洛云舒摸摸心口,现在仍有心悸的感觉,他依旧清晰的记得当时看到那个傻子在他面前一尺之外轰然倒下的模样,他侧躺在地上,俊朗的侧脸沾上了泥土,唇色青紫,仿佛这就是他们二人之间的最后一面。
他呆立在当场,就连一旁的属下说什么都听不到,脑海中轰响着反覆他倒下的画面。
直到卫无常说了他还有救,自己才慢慢回过神来。
想想就觉得当时的自己就很丢人。
旁边有人观察着他的表情,轻声问他是不是不舒服,洛云舒笑着摆摆手又陷入了自己的思索中,然后呢?
然后自己意识到了,在那个傻子倒下之后,自己的情绪很不正常,才发现不知什么时候似乎对他有了那么一些好感。
说能淡然处之才是假话,那段时间心慌意乱只会躲避的自己现在想想更丢人。
那个傻子虽说很清楚自己对他的疏离,可是还是一如既往的死皮赖脸贴上来,差一点让自己怀疑他也是喜欢自己的。

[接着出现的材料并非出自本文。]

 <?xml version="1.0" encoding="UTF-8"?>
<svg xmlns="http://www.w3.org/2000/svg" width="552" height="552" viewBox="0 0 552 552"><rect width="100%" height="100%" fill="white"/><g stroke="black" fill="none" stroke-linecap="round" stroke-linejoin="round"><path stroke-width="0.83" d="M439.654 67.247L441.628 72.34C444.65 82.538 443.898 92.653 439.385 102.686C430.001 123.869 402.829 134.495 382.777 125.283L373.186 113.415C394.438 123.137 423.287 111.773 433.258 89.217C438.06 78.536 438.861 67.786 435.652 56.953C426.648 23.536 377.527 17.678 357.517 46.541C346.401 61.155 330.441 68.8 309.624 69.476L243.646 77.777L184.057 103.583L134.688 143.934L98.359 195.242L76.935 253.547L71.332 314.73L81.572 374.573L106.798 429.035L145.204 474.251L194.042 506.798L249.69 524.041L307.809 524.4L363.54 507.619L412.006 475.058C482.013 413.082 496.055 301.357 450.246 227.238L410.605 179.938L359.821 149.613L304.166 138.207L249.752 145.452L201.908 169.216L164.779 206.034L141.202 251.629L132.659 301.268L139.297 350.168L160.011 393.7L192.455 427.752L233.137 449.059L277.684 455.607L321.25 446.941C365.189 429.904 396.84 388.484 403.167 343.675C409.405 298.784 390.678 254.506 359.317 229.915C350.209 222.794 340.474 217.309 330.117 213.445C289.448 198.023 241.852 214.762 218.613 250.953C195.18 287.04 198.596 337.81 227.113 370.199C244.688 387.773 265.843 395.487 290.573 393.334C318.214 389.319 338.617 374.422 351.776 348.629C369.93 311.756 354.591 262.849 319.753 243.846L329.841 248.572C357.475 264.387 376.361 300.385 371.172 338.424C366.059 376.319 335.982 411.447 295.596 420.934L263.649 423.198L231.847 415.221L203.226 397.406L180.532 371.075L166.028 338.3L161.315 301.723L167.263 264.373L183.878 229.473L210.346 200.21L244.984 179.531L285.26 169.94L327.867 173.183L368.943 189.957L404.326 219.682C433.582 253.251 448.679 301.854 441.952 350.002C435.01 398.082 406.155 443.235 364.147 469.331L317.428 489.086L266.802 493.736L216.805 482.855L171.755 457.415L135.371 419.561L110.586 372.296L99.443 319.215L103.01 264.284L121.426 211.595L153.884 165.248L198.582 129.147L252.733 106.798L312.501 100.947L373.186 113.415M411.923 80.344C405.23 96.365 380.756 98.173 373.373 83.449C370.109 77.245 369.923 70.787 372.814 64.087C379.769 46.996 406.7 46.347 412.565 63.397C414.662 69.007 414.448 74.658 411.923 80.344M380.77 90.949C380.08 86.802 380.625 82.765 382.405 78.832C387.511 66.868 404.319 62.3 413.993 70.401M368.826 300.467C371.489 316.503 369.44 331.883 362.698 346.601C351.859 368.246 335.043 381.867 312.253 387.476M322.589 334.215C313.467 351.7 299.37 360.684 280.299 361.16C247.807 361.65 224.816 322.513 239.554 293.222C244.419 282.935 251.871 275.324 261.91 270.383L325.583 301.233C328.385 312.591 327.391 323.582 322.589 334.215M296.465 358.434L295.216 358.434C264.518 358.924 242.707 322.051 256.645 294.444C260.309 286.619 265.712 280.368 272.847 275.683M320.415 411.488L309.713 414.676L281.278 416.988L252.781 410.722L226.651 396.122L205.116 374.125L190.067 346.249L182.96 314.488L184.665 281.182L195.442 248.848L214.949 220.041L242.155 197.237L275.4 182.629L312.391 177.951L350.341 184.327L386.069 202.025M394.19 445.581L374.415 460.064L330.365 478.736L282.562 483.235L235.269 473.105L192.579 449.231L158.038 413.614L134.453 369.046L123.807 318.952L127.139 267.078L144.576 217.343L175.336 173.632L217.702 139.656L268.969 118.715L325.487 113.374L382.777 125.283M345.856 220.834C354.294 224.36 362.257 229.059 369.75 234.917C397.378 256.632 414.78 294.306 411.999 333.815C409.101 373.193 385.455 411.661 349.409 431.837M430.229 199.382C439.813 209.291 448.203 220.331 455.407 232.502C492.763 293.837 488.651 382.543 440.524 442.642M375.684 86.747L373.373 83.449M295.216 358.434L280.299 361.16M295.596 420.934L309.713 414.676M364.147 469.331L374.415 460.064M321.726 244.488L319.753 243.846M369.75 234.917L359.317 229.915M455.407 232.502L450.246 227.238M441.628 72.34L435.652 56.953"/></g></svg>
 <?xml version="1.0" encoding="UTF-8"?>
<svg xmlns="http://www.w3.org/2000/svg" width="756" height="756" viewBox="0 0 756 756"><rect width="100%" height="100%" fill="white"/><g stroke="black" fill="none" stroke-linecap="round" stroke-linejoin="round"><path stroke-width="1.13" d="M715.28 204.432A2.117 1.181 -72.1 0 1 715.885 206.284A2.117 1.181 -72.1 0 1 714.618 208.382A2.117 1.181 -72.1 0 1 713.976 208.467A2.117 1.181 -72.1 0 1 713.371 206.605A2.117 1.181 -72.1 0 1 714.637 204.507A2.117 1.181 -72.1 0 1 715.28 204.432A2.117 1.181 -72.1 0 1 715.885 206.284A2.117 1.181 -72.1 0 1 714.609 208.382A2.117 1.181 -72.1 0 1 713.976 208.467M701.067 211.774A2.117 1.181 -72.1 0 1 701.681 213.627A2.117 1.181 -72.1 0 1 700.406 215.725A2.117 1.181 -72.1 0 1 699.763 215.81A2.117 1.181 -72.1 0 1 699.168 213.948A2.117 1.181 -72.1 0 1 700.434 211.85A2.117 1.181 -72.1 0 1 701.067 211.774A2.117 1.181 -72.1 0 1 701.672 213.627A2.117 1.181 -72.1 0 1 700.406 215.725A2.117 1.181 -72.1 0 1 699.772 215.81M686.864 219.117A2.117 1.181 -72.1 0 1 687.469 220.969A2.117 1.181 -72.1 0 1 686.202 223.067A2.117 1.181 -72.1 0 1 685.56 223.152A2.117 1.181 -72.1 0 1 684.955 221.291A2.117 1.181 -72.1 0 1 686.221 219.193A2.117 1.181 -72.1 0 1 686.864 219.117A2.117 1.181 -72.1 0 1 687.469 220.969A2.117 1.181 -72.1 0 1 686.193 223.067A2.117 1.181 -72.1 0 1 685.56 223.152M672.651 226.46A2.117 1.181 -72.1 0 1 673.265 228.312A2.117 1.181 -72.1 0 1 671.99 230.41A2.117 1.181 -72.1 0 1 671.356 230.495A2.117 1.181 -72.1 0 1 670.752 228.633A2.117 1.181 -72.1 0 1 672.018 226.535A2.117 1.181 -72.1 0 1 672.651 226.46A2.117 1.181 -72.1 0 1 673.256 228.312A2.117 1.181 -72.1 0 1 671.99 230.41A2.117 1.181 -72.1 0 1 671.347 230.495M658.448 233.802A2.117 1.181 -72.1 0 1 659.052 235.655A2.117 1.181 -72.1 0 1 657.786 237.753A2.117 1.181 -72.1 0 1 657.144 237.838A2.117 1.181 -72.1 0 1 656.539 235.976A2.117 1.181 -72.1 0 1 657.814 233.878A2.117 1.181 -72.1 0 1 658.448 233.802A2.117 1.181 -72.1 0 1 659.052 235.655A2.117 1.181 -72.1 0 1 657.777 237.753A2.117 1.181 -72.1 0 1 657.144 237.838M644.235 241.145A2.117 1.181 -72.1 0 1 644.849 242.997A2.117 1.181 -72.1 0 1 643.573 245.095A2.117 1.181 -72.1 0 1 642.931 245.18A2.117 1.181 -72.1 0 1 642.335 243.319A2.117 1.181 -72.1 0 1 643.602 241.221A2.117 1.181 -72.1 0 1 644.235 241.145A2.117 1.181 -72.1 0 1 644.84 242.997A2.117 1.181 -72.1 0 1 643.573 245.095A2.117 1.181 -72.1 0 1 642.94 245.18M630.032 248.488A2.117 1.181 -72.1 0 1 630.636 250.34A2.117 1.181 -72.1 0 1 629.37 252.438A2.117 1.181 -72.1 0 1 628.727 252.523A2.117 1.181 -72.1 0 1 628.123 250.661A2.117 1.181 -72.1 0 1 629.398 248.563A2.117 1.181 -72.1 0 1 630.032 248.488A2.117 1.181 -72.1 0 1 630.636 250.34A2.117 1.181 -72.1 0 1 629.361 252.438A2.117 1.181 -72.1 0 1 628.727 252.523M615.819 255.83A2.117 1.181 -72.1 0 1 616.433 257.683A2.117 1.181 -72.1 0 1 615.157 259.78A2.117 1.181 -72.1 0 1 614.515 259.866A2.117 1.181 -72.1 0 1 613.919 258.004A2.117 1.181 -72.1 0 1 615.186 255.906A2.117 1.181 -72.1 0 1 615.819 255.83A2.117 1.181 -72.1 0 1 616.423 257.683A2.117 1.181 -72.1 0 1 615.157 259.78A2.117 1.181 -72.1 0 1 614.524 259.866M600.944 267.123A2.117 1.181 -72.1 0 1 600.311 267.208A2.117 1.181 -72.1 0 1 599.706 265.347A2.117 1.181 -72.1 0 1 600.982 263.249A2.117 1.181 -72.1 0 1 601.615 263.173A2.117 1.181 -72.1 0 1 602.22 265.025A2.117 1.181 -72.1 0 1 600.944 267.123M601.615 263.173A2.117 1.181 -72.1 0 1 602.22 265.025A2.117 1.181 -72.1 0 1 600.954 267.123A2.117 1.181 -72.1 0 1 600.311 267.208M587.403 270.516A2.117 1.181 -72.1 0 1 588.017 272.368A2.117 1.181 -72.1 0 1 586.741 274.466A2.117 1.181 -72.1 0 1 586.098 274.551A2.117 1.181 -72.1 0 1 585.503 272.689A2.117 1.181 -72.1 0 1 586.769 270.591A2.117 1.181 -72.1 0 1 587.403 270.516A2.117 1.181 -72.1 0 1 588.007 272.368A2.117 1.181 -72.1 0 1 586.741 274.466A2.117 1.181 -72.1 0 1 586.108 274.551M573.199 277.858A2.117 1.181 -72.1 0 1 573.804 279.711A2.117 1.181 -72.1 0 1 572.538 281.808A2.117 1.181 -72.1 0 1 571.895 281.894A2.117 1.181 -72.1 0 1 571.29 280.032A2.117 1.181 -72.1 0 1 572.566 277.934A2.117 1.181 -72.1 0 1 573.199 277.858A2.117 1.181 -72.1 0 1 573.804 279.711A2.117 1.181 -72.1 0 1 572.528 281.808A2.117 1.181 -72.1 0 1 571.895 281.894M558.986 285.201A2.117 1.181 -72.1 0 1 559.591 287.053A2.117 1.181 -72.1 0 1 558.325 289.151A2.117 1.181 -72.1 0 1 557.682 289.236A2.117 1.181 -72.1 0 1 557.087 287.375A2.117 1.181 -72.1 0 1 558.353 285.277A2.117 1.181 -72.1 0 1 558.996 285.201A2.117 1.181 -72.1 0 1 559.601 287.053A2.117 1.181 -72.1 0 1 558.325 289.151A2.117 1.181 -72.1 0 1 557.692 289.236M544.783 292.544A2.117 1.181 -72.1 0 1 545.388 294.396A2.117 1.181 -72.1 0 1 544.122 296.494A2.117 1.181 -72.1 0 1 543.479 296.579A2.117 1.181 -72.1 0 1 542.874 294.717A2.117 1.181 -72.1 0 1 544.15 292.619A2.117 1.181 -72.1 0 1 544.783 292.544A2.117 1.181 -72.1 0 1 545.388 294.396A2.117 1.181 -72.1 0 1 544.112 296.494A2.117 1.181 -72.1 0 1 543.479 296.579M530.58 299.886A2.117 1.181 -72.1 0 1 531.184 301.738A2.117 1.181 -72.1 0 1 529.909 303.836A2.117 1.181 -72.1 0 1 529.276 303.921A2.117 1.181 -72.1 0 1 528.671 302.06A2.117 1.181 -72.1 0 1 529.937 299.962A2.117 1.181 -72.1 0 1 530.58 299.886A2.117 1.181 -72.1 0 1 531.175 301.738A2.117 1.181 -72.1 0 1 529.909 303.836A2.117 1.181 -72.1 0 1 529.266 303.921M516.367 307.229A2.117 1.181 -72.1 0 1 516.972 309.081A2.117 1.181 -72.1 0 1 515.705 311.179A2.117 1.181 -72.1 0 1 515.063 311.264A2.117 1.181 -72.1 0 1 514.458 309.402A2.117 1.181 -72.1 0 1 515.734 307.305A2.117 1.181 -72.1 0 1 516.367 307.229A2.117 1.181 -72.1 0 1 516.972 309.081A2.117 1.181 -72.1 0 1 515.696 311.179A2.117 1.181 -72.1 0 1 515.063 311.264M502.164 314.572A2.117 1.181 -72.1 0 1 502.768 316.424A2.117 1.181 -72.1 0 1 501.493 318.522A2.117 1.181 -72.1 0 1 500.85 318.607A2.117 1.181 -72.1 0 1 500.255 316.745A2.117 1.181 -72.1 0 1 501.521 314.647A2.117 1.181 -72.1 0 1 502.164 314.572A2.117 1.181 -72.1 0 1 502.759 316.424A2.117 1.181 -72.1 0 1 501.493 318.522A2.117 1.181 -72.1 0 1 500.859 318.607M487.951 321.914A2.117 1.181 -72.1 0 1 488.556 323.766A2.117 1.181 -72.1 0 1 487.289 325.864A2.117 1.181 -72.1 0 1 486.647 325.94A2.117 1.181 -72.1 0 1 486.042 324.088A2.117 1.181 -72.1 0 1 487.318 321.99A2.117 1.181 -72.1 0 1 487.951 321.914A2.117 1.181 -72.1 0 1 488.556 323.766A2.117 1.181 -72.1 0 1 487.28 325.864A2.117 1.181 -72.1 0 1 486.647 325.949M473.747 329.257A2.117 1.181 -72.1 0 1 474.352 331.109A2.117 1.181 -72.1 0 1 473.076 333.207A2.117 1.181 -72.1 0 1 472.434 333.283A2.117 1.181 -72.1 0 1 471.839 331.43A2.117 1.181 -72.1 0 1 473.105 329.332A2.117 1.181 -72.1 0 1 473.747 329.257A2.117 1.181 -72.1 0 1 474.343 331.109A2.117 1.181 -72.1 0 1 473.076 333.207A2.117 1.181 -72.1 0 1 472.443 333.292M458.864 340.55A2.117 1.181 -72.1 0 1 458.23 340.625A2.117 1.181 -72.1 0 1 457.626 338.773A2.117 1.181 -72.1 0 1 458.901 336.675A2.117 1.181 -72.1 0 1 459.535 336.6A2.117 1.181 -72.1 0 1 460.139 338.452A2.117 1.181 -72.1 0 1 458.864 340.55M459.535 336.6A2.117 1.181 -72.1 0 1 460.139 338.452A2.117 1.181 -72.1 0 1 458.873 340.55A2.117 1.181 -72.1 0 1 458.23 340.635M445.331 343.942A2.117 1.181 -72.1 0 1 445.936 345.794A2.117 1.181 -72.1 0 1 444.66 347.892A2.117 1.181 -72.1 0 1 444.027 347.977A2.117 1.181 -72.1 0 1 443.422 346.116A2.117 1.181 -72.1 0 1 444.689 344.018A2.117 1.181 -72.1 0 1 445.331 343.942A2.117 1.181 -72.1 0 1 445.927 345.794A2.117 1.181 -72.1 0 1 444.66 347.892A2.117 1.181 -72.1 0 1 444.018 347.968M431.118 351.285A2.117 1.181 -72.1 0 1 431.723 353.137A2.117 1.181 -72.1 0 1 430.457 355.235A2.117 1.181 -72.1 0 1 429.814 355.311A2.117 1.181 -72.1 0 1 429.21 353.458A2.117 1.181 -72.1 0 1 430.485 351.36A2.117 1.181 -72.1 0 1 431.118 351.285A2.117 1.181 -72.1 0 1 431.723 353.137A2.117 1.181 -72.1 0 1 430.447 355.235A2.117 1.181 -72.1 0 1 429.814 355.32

直到他准备娶亲的风声传到自己耳中,才明白了什么叫做不甘心。
是的,不甘心,不甘心就那么失去他,用一坛女儿红把自己灌醉之后,就那么莽撞的闯入了他的府中,醉眼迷离的问他:“你是怎么想的?”
洛云舒还记得他当时满脸茫然的看着自己,似乎什么都不懂的模样,衬得自己更加狼狈和无理取闹,仿佛一个吃醋的妒妇,还是单相思,索性抛开平日维系的冷淡模样,看着他眼中小小的自己眼眶一红哭了出来。
那个傻子就慌了。
听他手忙脚乱安慰自己时不小心脱口而出的一句“我大不了不成亲了”之后,瞬间明白这一切不过是那个傻子步的局,说不上来心裏到底是什么滋味,只觉的又喜又羞又怒,那个傻子似乎觉察到了什么,匆忙中一把抱住自己承诺,说一定一辈子对自己好。